Would you transcribe word for word every line from the one containing "memory.draw()" to the end of the data, both ends included, and leave out the rest?

Data supplied START

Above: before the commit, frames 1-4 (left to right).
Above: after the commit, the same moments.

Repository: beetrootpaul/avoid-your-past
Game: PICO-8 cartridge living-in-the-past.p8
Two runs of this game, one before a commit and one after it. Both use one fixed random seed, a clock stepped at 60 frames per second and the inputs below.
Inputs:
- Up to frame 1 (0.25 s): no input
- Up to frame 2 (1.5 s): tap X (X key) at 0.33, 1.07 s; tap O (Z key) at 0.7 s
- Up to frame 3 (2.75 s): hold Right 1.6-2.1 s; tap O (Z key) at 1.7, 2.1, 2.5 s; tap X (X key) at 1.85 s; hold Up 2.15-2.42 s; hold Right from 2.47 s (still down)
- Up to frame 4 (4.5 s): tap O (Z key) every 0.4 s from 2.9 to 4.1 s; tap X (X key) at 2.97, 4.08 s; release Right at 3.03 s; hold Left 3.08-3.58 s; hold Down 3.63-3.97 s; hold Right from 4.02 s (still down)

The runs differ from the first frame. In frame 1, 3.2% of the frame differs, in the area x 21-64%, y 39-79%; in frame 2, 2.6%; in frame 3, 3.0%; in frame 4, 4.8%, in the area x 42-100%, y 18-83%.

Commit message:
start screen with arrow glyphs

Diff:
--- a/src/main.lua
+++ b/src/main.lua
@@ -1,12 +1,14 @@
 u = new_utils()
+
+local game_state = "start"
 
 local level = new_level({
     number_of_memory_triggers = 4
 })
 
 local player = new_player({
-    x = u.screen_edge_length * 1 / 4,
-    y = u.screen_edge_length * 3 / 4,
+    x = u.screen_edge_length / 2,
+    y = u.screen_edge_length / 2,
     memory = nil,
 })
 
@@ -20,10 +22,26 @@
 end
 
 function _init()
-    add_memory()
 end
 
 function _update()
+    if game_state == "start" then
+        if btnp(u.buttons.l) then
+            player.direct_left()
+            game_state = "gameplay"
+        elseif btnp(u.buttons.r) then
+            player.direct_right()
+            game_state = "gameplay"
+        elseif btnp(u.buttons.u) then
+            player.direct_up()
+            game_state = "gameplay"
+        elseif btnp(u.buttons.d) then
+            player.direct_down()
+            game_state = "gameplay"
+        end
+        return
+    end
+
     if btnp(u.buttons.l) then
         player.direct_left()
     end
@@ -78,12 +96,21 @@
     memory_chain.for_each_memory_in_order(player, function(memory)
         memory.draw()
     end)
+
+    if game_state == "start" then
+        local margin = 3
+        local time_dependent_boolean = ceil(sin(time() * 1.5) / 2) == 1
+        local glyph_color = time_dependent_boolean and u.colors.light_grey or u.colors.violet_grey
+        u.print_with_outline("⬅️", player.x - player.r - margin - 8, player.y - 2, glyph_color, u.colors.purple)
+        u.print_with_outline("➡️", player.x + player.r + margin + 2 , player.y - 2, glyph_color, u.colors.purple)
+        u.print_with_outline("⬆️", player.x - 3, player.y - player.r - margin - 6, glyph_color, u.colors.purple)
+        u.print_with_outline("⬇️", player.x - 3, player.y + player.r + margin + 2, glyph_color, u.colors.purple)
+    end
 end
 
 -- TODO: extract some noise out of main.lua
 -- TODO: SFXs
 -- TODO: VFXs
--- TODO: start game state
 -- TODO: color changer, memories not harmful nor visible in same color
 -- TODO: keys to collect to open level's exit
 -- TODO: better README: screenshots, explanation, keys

Data supplied END

Your solution:
         memory.draw()
     end)
+
+    if game_state == "start" then
+        local margin = 3
+        local time_dependent_boolean = ceil(sin(time() * 1.5) / 2) == 1
+        local glyph_color = time_dependent_boolean and u.colors.light_grey or u.colors.violet_grey
+        u.print_with_outline("⬅️", player.x - player.r - margin - 8, player.y - 2, glyph_color, u.colors.purple)
+        u.print_with_outline("➡️", player.x + player.r + margin + 2 , player.y - 2, glyph_color, u.colors.purple)
+        u.print_with_outline("⬆️", player.x - 3, player.y - player.r - margin - 6, glyph_color, u.colors.purple)
+        u.print_with_outline("⬇️", player.x - 3, player.y + player.r + margin + 2, glyph_color, u.colors.purple)
+    end
 end
 
 -- TODO: extract some noise out of main.lua
 -- TODO: SFXs
 -- TODO: VFXs
--- TODO: start game state
 -- TODO: color changer, memories not harmful nor visible in same color
 -- TODO: keys to collect to open level's exit
 -- TODO: better README: screenshots, explanation, keys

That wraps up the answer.